Сидели мы в сыром распадке, у ручья, неподалеку от кладбища. Увидев замшелые кресты и покосившиеся оградки, я подумал: наверное, это карма. Чем-то я насолил тому, кто присматривает за мной, грешным, вот он и водит меня по погостам. Намекает.

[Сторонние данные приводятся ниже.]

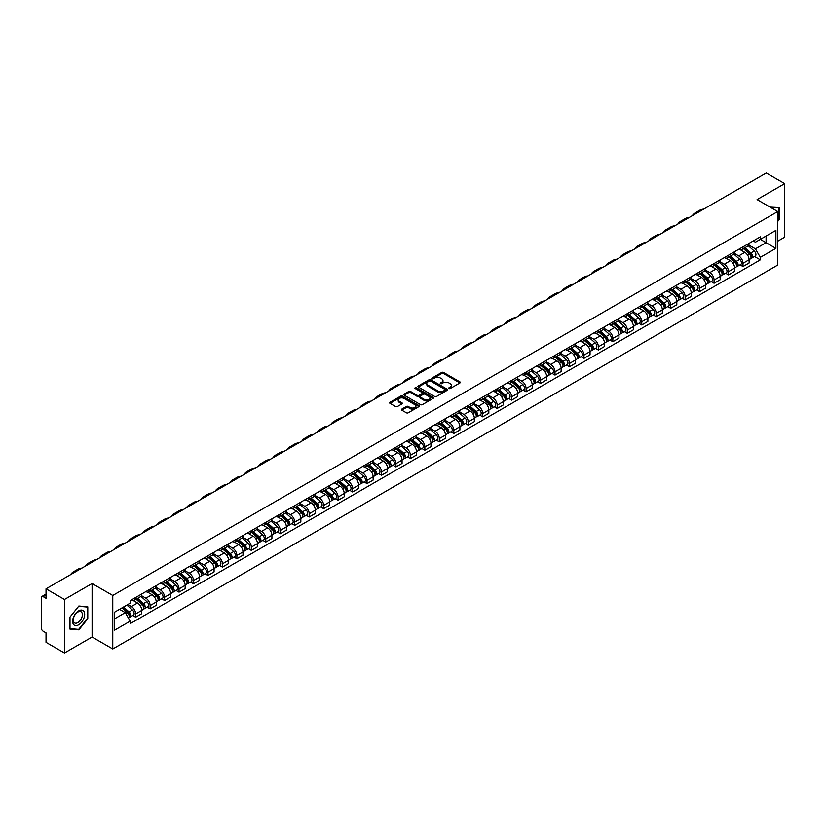 <?xml version="1.0" encoding="UTF-8"?>
<svg xmlns="http://www.w3.org/2000/svg" width="826" height="826" viewBox="0 0 826 826"><rect width="100%" height="100%" fill="white"/><g stroke="black" fill="none" stroke-linecap="round" stroke-linejoin="round"><path stroke-width="1.24" d="M448.993 388.53A0.898 0.516 0 0 0 450.263 388.53L459.927 382.954A1.291 0.743 0 0 0 460.309 382.428A1.291 0.743 0 0 0 459.927 381.901L443.552 372.443A1.291 0.743 0 0 0 441.734 372.443L432.07 378.029A0.898 0.516 0 0 0 433.34 378.762L434.59 378.04A4.12 2.375 0 0 1 440.413 378.04L441.776 378.824A4.12 2.375 0 0 1 442.984 380.507A4.12 2.375 0 0 1 441.776 382.19L440.526 382.913A0.898 0.516 0 0 0 441.807 383.646L443.056 382.923A4.12 2.375 0 0 1 448.879 382.923L450.242 383.708A4.12 2.375 0 0 1 451.45 385.391A4.12 2.375 0 0 1 450.242 387.074L448.993 387.797A0.898 0.516 0 0 0 448.993 388.53L448.993 387.797M401.797 409.107A1.291 0.743 0 0 0 401.415 409.634A1.291 0.743 0 0 0 401.797 410.161L406.392 412.814A1.291 0.743 0 0 0 408.209 412.814L418.947 406.619A1.291 0.743 0 0 0 419.319 406.093A1.291 0.743 0 0 0 418.947 405.566L402.561 396.108A1.291 0.743 0 0 0 400.744 396.108L390.006 402.303A1.291 0.743 0 0 0 389.635 402.83A1.291 0.743 0 0 0 390.006 403.356L395.561 406.557A1.291 0.743 0 0 0 397.378 406.557L401.973 403.914A1.291 0.743 0 0 0 402.355 403.387A1.291 0.743 0 0 0 401.973 402.861L399.226 401.271A3.438 1.982 0 0 1 398.215 399.867A3.438 1.982 0 0 1 400.342 398.029A3.438 1.982 0 0 1 404.09 398.462L414.869 404.688A3.438 1.982 0 0 1 415.881 406.093A3.438 1.982 0 0 1 413.754 407.93A3.438 1.982 0 0 1 410.006 407.497L408.209 406.454A1.291 0.743 0 0 0 406.392 406.454L401.797 409.107L401.797 410.161L406.392 407.528L406.392 406.454M112.77 595.463L92.099 583.528L64.469 599.48L46.029 588.824L766.249 173.006L784.7 183.661L757.081 199.603L777.751 211.539L112.77 595.463L112.77 648.978L777.751 265.053L777.751 211.539M434.683 396.48A1.291 0.743 0 0 0 436.5 396.48L447.238 390.275A1.291 0.743 0 0 0 447.62 389.748A1.291 0.743 0 0 0 447.238 389.232L430.862 379.774A1.291 0.743 0 0 0 429.045 379.774L418.307 385.969A1.291 0.743 0 0 0 417.925 386.496A1.291 0.743 0 0 0 418.307 387.022L434.683 396.48M415.53 388.726A0.898 0.516 0 0 1 416.438 388.85L433.072 398.452L422.354 404.647A1.291 0.743 0 0 1 420.537 404.647L404.162 395.189L408.756 392.556L408.756 391.483L404.162 394.136A1.291 0.743 0 0 0 403.78 394.663A1.291 0.743 0 0 0 404.162 395.189L404.162 394.136M408.756 392.556A1.291 0.743 0 0 1 410.574 392.556L410.574 391.483A1.291 0.743 0 0 0 408.756 391.483M410.574 391.483L417.213 395.324A1.291 0.743 0 0 0 419.03 395.324L422.086 393.558A1.291 0.743 0 0 0 422.458 393.031A1.291 0.743 0 0 0 422.086 392.515L415.168 388.519A0.898 0.516 0 0 1 416.438 387.786L433.092 397.399A1.291 0.743 0 0 1 433.464 397.925A1.291 0.743 0 0 1 433.092 398.442L433.092 397.399M64.469 599.48L64.469 652.994L46.029 642.339L46.029 632.871L43.158 631.209A2.623 1.518 -120 0 1 41.3 627.997L41.3 597.714A2.623 1.518 -120 0 1 41.847 596.506L46.029 594.09M777.751 241.192L784.7 237.176L784.7 183.661M64.469 652.994L92.099 637.042L112.77 648.978M46.029 588.824L46.029 598.303L43.158 596.64A2.623 1.518 -120 0 0 41.847 596.506M742.987 246.86A6.03 3.48 60 0 1 741.738 249.566L747.86 246.034A6.03 3.48 -120 0 0 749.11 243.329M734.304 253.355L738.723 255.905A6.03 3.48 60 0 1 742.987 263.287L749.11 259.756A6.03 3.48 -120 0 0 744.845 252.374L740.468 249.844M749.11 259.756L749.11 263.019L742.987 266.55L740.055 264.857M741.738 249.566A6.03 3.48 60 0 1 738.774 249.297M742.987 263.287L742.987 266.55M728.532 255.203A6.03 3.48 60 0 1 727.283 257.918L733.395 254.387A6.03 3.48 -120 0 0 734.644 251.672M725.6 273.21L728.532 274.903L734.644 271.372L734.644 268.109A6.03 3.48 -120 0 0 730.38 260.717L726.002 258.197M727.283 257.918A6.03 3.48 60 0 1 724.309 257.64M719.849 261.697L724.268 264.248A6.03 3.48 60 0 1 728.532 271.64L728.532 274.903M714.067 263.556A6.03 3.48 60 0 1 712.817 266.261L718.94 262.73A6.03 3.48 -120 0 0 720.189 260.025M711.134 281.552L714.067 283.246L720.189 279.715L720.189 276.452A6.03 3.48 -120 0 0 715.925 269.07L711.547 266.54M712.817 266.261A6.03 3.48 60 0 1 709.854 265.993M705.383 270.05L709.802 272.601A6.03 3.48 60 0 1 714.067 279.983L714.067 283.246M699.612 271.909A6.03 3.48 60 0 1 698.362 274.614L704.475 271.083A6.03 3.48 -120 0 0 705.724 268.378M696.679 289.905L699.612 291.599L705.724 288.067L705.724 284.805A6.03 3.48 -120 0 0 701.46 277.422L697.082 274.893M698.362 274.614A6.03 3.48 60 0 1 695.389 274.335M690.928 278.403L695.347 280.954A6.03 3.48 60 0 1 699.612 288.336L699.612 291.599M685.146 280.251A6.03 3.48 60 0 1 683.897 282.957L690.02 279.425A6.03 3.48 -120 0 0 691.269 276.72M682.214 298.258L685.146 299.952L691.269 296.42L691.269 293.147A6.03 3.48 -120 0 0 687.005 285.765L682.627 283.235M683.897 282.957A6.03 3.48 60 0 1 680.934 282.688M676.463 286.746L680.882 289.296A6.03 3.48 60 0 1 685.146 296.679L685.146 299.952M670.691 288.604A6.03 3.48 60 0 1 669.442 291.31L675.554 287.778A6.03 3.48 -120 0 0 676.804 285.073M667.759 306.601L670.691 308.294L676.804 304.763L676.804 301.5A6.03 3.48 -120 0 0 672.54 294.118L668.162 291.588M669.442 291.31A6.03 3.48 60 0 1 666.468 291.041M662.008 295.099L666.427 297.649A6.03 3.48 60 0 1 670.691 305.031L670.691 308.294M656.226 296.947A6.03 3.48 60 0 1 654.977 299.662L661.099 296.121A6.03 3.48 -120 0 0 662.349 293.416M653.294 314.954L656.226 316.647L662.349 313.116L662.349 309.853A6.03 3.48 -120 0 0 658.085 302.461L653.707 299.931M654.977 299.662A6.03 3.48 60 0 1 652.013 299.384M647.543 303.441L651.962 305.992A6.03 3.48 60 0 1 656.226 313.384L656.226 316.647M641.771 305.3A6.03 3.48 60 0 1 640.522 308.005L646.634 304.474A6.03 3.48 -120 0 0 647.883 301.769M638.839 323.296L641.771 324.99L647.883 321.459L647.883 318.196A6.03 3.48 -120 0 0 643.619 310.813L639.241 308.284M640.522 308.005A6.03 3.48 60 0 1 637.548 307.737M633.088 311.794L637.507 314.345A6.03 3.48 60 0 1 641.771 321.727L641.771 324.99M627.306 313.643A6.03 3.48 60 0 1 626.056 316.358L632.179 312.827A6.03 3.48 -120 0 0 633.428 310.111M624.373 331.649L627.306 333.343L633.428 329.811L633.428 326.549A6.03 3.48 -120 0 0 629.164 319.156L624.786 316.637M626.056 316.358A6.03 3.48 60 0 1 623.093 316.079M618.622 320.137L623.041 322.687A6.03 3.48 60 0 1 627.306 330.08L627.306 333.343M612.851 321.995A6.03 3.48 60 0 1 611.601 324.701L617.714 321.169A6.03 3.48 -120 0 0 618.963 318.464M609.918 339.992L612.851 341.685L618.963 338.154L618.963 334.891A6.03 3.48 -120 0 0 614.699 327.509L610.321 324.979M611.601 324.701A6.03 3.48 60 0 1 608.628 324.432M604.167 328.49L608.586 331.04A6.03 3.48 60 0 1 612.851 338.423L612.851 341.685M598.385 330.348A6.03 3.48 60 0 1 597.136 333.054L603.259 329.522A6.03 3.48 -120 0 0 604.508 326.817M595.453 348.345L598.385 350.038L604.508 346.507L604.508 343.244A6.03 3.48 -120 0 0 600.244 335.862L595.866 333.332M597.136 333.054A6.03 3.48 60 0 1 594.173 332.775M589.702 336.843L594.121 339.393A6.03 3.48 60 0 1 598.385 346.775L598.385 350.038M583.93 338.691A6.03 3.48 60 0 1 582.681 341.396L588.793 337.865A6.03 3.48 -120 0 0 590.043 335.16M580.998 356.698L583.93 358.391L590.043 354.86L590.043 351.587A6.03 3.48 -120 0 0 585.779 344.205L581.401 341.675M582.681 341.396A6.03 3.48 60 0 1 579.707 341.128M575.247 345.185L579.666 347.736A6.03 3.48 60 0 1 583.93 355.118L583.93 358.391M569.465 347.044A6.03 3.48 60 0 1 568.216 349.749L574.338 346.218A6.03 3.48 -120 0 0 575.588 343.513M566.533 365.04L569.465 366.734L575.588 363.203L575.588 359.94A6.03 3.48 -120 0 0 571.324 352.557L566.946 350.028M568.216 349.749A6.03 3.48 60 0 1 565.252 349.481M560.782 353.538L565.201 356.089A6.03 3.48 60 0 1 569.465 363.471L569.465 366.734M555.01 355.386A6.03 3.48 60 0 1 553.761 358.102L559.873 354.56A6.03 3.48 -120 0 0 561.122 351.855M552.078 373.393L555.01 375.087L561.122 371.555L561.122 368.282A6.03 3.48 -120 0 0 556.858 360.9L552.48 358.37M553.761 358.102A6.03 3.48 60 0 1 550.787 357.823M546.327 361.881L550.746 364.431A6.03 3.48 60 0 1 555.01 371.824L555.01 375.087M540.545 363.739A6.03 3.48 60 0 1 539.295 366.445L545.418 362.913A6.03 3.48 -120 0 0 546.667 360.208M537.612 381.736L540.545 383.429L546.667 379.898L546.667 376.635A6.03 3.48 -120 0 0 542.403 369.253L538.025 366.723M539.295 366.445A6.03 3.48 60 0 1 536.332 366.176M531.861 370.234L536.28 372.784A6.03 3.48 60 0 1 540.545 380.166L540.545 383.429M526.09 372.082A6.03 3.48 60 0 1 524.84 374.798L530.953 371.266A6.03 3.48 -120 0 0 532.202 368.551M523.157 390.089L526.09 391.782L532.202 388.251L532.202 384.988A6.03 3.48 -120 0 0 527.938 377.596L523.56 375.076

От воды тянуло холодом и пахло ряской.
– Обязательно придет. Лумумба – он… Понимаешь, он – самый лучший. Знает больше всех… Ну, кроме товарища Седого, конечно. Он всегда говорил: не бывает безвыходных ситуаций. И еще: лучше всего браться за задачи, которые решения не имеют.
– Как это?
– А так: их решать интереснее. Кому, мол, нужны задачи, про которые уже известно, как их решать? Бвана говорит: пытаться нужно снова и снова, пока не получится. В общем, он придет. Не может не прийти.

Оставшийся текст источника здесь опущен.